2. The pylon cleaning apparatus of claim 1 wherein the eductor includes a diffusion section located upstream of the nozzle and the inlet of the eductor includes one nozzle disposed on each side of the tube and arranged so that water exiting the nozzles is directed toward the outlet of the suction conduit and against the sides of the diffusion section to provide a sealing action thereagainst.

3. The pylon cleaning apparatus of claim 2 including means for pivotally mounting the suction conduit on the boat so that the conduit can be positioned in a vertical position while in use and in a horizontal position extending over the deck of the boat in a stored position.

4. The pylon cleaning apparatus of claim 3 wherein the mounting means include an pair of anchor brackets secured to the boat above the deck thereof and a rack slidably and pivotally mounted on the anchor brackets, the suction conduit being mounted on the rack, whereby the rack and suction conduit are disposed in a vertical position with the portion of the tube containing the eductor located below the water level in the operating position and the rack and suction conduit disposed in a horizontal position above the boat deck in the stored position.

5. The pylon cleaning apparatus of claim 4 wherein the inlet hose is of a ribbed construction and has a density substantially equivalent to the density of water.

6. The pylon cleaning apparatus of claim 4 wherein the suction conduit has a diameter of about five inches and each eductor nozzle is arranged to discharge a stream of about 2 inches in diameter into the suction conduit.

7. The pylon cleaning apparatus of claim 6 wherein the anchor brackets are mounted on the stern of the vessel.

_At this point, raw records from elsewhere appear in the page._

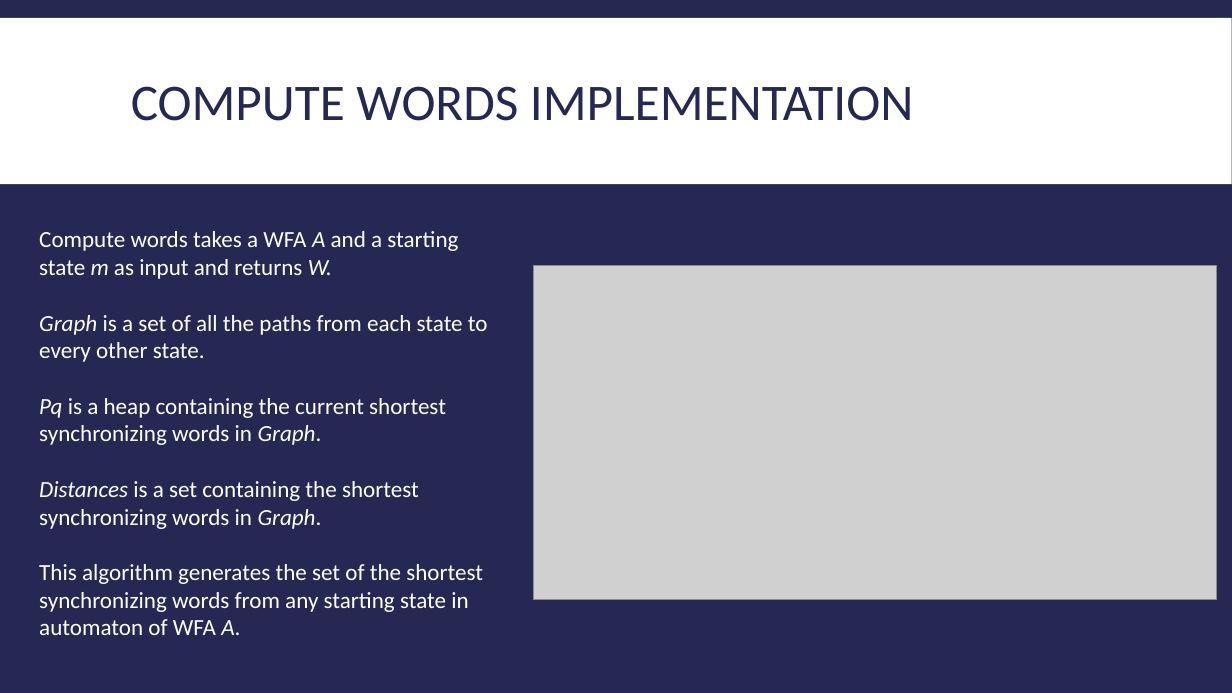
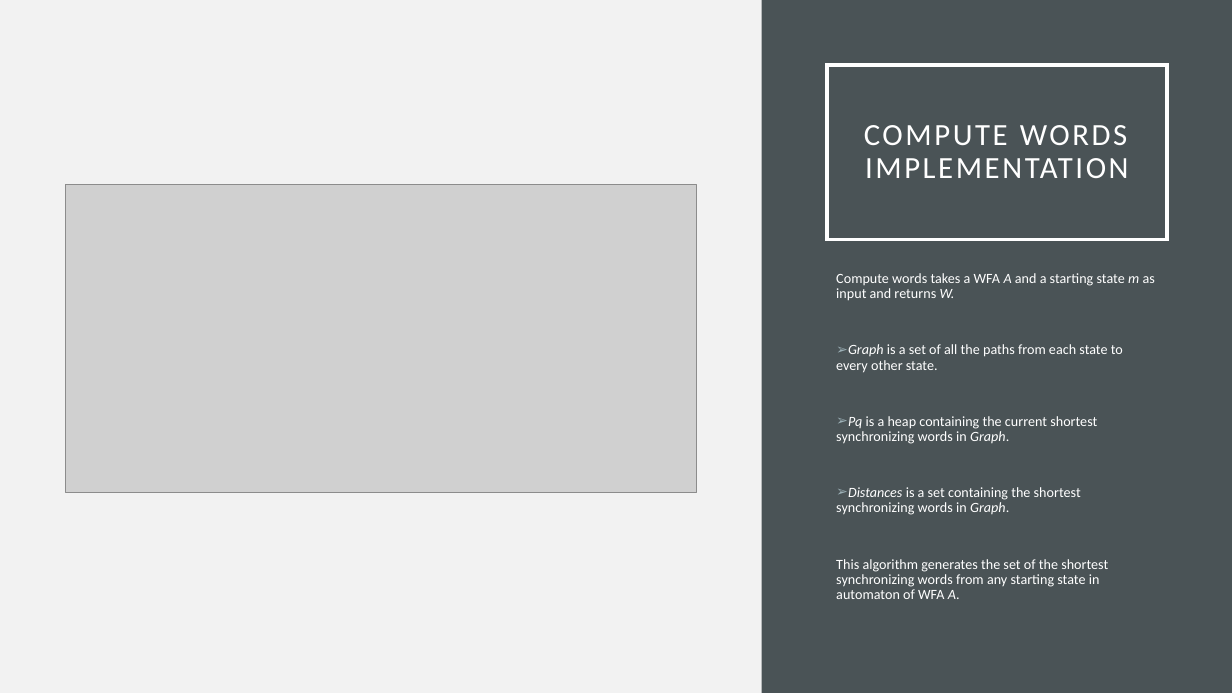
Before and after one commit to Jacobsma/CS477-Project, a slide deck: slide 14 of implementation.pptx. Drawn at 1232x693 pixels with LibreOffice and Linux fonts; fonts in the diff are those of the drawing; grey boxes stand for pictures. Boxes give left, top, right and bottom in pixels: in the first picture for what was removed or moved away, otherwise in the second. Text is boxed around its words. In the diff, an @@ line names an element or a change of style, - is before the commit and + after.

```diff
--- a/implementation.pptx
+++ b/implementation.pptx
@@ background #242852 to #F2F2F2 @@
@@ rectangle removed at bbox=[0, 18, 1232, 184] @@
@@ rectangle added at bbox=[762, 0, 1232, 693], fill #4A5356 @@
@@ title "COMPUTE WORDS IMPLEMENTATION": place and size @@
-title "COMPUTE WORDS IMPLEMENTATION" at bbox=[131, 86, 913, 121]
+title "COMPUTE WORDS IMPLEMENTATION" at bbox=[827, 65, 1167, 239]
@@ title "COMPUTE WORDS IMPLEMENTATION" at bbox=[827, 65, 1167, 239]: size 40 to 24 pt, text colour #242852 to #FFFFFF, letter spacing 0 to 2 pt; alignment left to centre; line spacing 0.85 to 0.9; outline none to #FFFFFF 2.5 pt @@
@@ picture: place and size @@
-picture at bbox=[533, 266, 1217, 600]
+picture at bbox=[65, 185, 697, 493]
@@ text "Compute words takes a WFA ...": place and size @@
-text "Compute words takes a WFA ..." at bbox=[39, 231, 488, 635]
+text "Compute words takes a WFA ..." at bbox=[836, 273, 1155, 599]
@@ text "Compute words takes a WFA ..." at bbox=[836, 273, 1155, 599]: size 18 to 11 pt; line spacing 1 to 0.9; more space between paragraphs; bullet none to ➢ @@
```
Also in this commit, not shown: 20 other slides changed, 3 slides added, 3 slides removed, 1 other file.
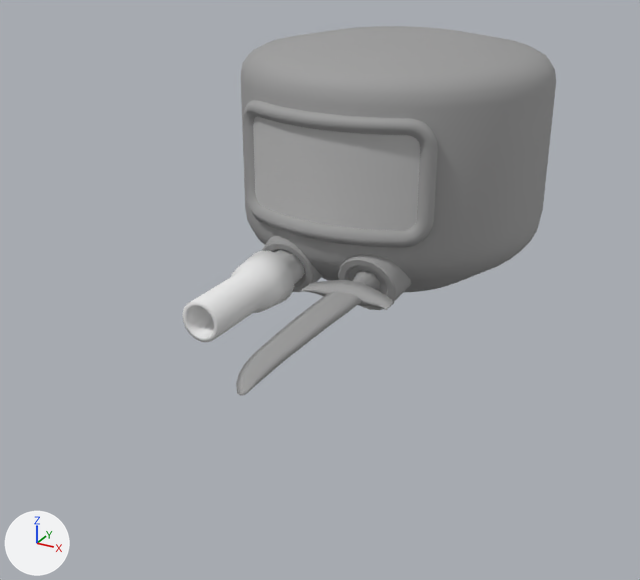
Renders of the FBX model Assets/ArenaSDK/AgentPrefabs/UniversalParts/Mesh/Brain_w_Dsiaply.FBX from each side of a commit.
Camera for both pictures: a 50 mm lens placed at (0.99, -2.225, 4.282), pointed at (-0.023, -0.385, 3.362). Arrows for +X, +Y and +Z are at lower left; the lights stay in place. Where no turn or scale is listed for an object, it has been applied to the vertices.

Objects in the first picture: 'FaceDisplay', 'Gun', 'GunSlot', 'Head002', 'Sword003', 'SwordSlot'.
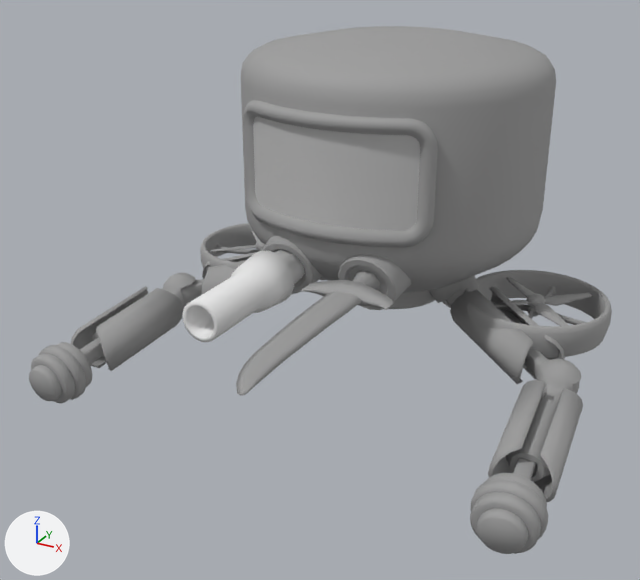
Boxes (x1, y1, x2, y2) around the edits, measured in the pictures (640 x 580 px):
'Head002', reshaped: before (241, 26, 556, 293); after (241, 26, 556, 309)
'lower_arm_L', added: after (488, 358, 583, 502)
'Engine_L', added: after (463, 270, 612, 358)
'lower_arm_R', added: after (71, 273, 195, 371)
'hand_L', added: after (470, 473, 548, 554)
'upper_arm_L', added: after (446, 287, 580, 394)
'hand_R', added: after (29, 342, 92, 404)
'Engine_R', added: after (200, 223, 260, 272)
'Propeller_L', added: after (493, 277, 592, 326)
'upper_arm_R', added: after (181, 252, 299, 306)
'Shoulders', added: after (319, 275, 479, 308)
'Propeller_R', added: after (210, 228, 265, 252)
part 1 of me_mesh, added: after (388, 290, 435, 309)

The change, as a diff of the scene's bpy script:
```diff
--- a/Assets/ArenaSDK/AgentPrefabs/UniversalParts/Mesh/Brain_w_Dsiaply.FBX.py
+++ b/Assets/ArenaSDK/AgentPrefabs/UniversalParts/Mesh/Brain_w_Dsiaply.FBX.py
@@ me_mesh @@
-me_mesh.from_pydata(...)  # 546 vertices, 1088 faces; spans x -0.418..0.418, y -0.418..0.418, z -0.337..0.337
+me_mesh.from_pydata(...)  # 810 vertices, 1562 faces; spans x -0.418..0.418, y -0.418..0.418, z -0.425..0.337
+# me_mesh part 1: a new loose piece of 216 vertices spanning x -0.16..0.162, y -0.161..0.161, z -0.425..-0.325, in mat_02___default (grey #9d9d9d)
 me_mesh.materials.append(mat_02___default)
@@ ob_shoulders @@
+ob_shoulders = bpy.data.objects.new('Shoulders', me_mesh_006)  # 236 vertices, 436 faces; spans x -0.275..0.275, y -0.071..0.071, z -0.088..0.088; in mat_02___default (grey #9d9d9d)
+ob_shoulders.location = (0.0, -0.003, 3.299)
@@ ob_upper_arm_r @@
+ob_upper_arm_r = bpy.data.objects.new('upper_arm_R', me_mesh_010)  # 396 vertices, 768 faces; spans x -0.409..0.052, y -0.302..0.052, z -0.129..0.052; in mat_02___default (grey #9d9d9d)
+ob_upper_arm_r.location = (-0.218, -0.003, 3.265)
@@ ob_hand_l @@
+ob_hand_l = bpy.data.objects.new('hand_L', me_mesh_009)  # 410 vertices, 816 faces; spans x -0.079..0.077, y -0.065..0.067, z -0.077..0.08; in mat_02___default (grey #9d9d9d)
+ob_hand_l.location = (0.614, -0.75, 3.133)
@@ ob_lower_arm_r @@
+ob_lower_arm_r = bpy.data.objects.new('lower_arm_R', me_mesh_011)  # 480 vertices, 918 faces; spans x -0.105..0.069, y -0.512..0.053, z -0.112..0.06; in mat_02___default (grey #9d9d9d)
+ob_lower_arm_r.location = (-0.575, -0.253, 3.189)
@@ ob_engine_l @@
+ob_engine_l = bpy.data.objects.new('Engine_L', me_mesh_013)  # 544 vertices, 1042 faces; spans x -0.014..0.478, y -0.2..0.201, z -0.059..0.03; in mat_02___default (grey #9d9d9d)
+ob_engine_l.location = (0.161, 0.0, 3.264)
@@ ob_upper_arm_l @@
+ob_upper_arm_l = bpy.data.objects.new('upper_arm_L', me_mesh_007)  # 396 vertices, 768 faces; spans x -0.052..0.408, y -0.302..0.052, z -0.129..0.052; in mat_02___default (grey #9d9d9d)
+ob_upper_arm_l.location = (0.221, -0.003, 3.265)
@@ ob_engine_r @@
+ob_engine_r = bpy.data.objects.new('Engine_R', me_mesh_015)  # 544 vertices, 1042 faces; spans x -0.479..0.014, y -0.201..0.2, z -0.059..0.03; in mat_02___default (grey #9d9d9d)
+ob_engine_r.location = (-0.159, 0.0, 3.264)
@@ ob_lower_arm_l @@
+ob_lower_arm_l = bpy.data.objects.new('lower_arm_L', me_mesh_008)  # 480 vertices, 918 faces; spans x -0.069..0.105, y -0.512..0.052, z -0.112..0.06; in mat_02___default (grey #9d9d9d)
+ob_lower_arm_l.location = (0.578, -0.253, 3.188)
@@ ob_propeller_l @@
+ob_propeller_l = bpy.data.objects.new('Propeller_L', me_mesh_014)  # 370 vertices, 696 faces; spans x -0.126..0.126, y -0.126..0.126, z -0.019..0.009; in mat_02___default (grey #9d9d9d)
+ob_propeller_l.location = (0.44, 0.0, 3.289)
@@ ob_hand_r @@
+ob_hand_r = bpy.data.objects.new('hand_R', me_mesh_012)  # 410 vertices, 816 faces; spans x -0.077..0.079, y -0.065..0.067, z -0.077..0.08; in mat_02___default (grey #9d9d9d)
+ob_hand_r.location = (-0.611, -0.749, 3.134)
@@ ob_propeller_r @@
+ob_propeller_r = bpy.data.objects.new('Propeller_R', me_mesh_016)  # 370 vertices, 696 faces; spans x -0.126..0.126, y -0.126..0.126, z -0.019..0.009; in mat_02___default (grey #9d9d9d)
+ob_propeller_r.location = (-0.439, 0.0, 3.289)
```

8. The pylon cleaning apparatus of claim 7 including a plurality of rigid suction conduits, flexible inlet hose and intake nozzle connected to the inlet of each suction conduit and a discharge hose connected to the outlet of each suction conduit.

9. The pylon cleaning apparatus of claim 8 including four suction conduits.

10. An underwater cleaning apparatus arranged to be carried by an ocean going vessel for removing marine growth from structures such as pylons which support offshore oil drilling platforms and the like, the combination which comprises:

(a) an eductor having a carrier liquid inlet, an elongated diffusion section located downstream from the carrier liquid inlet, an outlet disposal downstream from the diffusion section, and an apparatus chamber and an entrained liquid inlet in fluid communication with the apparatus;

(b) an intake nozzle having an opening adapted to conform to the lateral surface of a cylindrical support structure of about twenty inches in diameter;

(c) a flexible inlet hose connected between the intake nozzle and the entrained liquid inlet of the eductor;

(d) a discharge hose having an outlet connected to the outlet of the eductor;

(e) pump means adapted to be carried by the vessel for supplying water under pressure to the carrier liquid inlet of the eductor whereby water exiting the carrier liquid inlet will seal against the walls of the diffusion passage and entrain water molecules and thereby create a low pressure in the entrained liquid inlet and in the intake nozzle; and

(f) means for mounting the eductor on the vessel so that during use the eductor and the outlet of the discharge hose extend below and above the surface of the water, respectively.

11. The cleaning apparatus of claim 10 including a plurality of eductors, an intake nozzle connected to the entrained liquid inlet of each eductor by a flexible inlet hose and a discharge hose connected to the outlet of each eductor.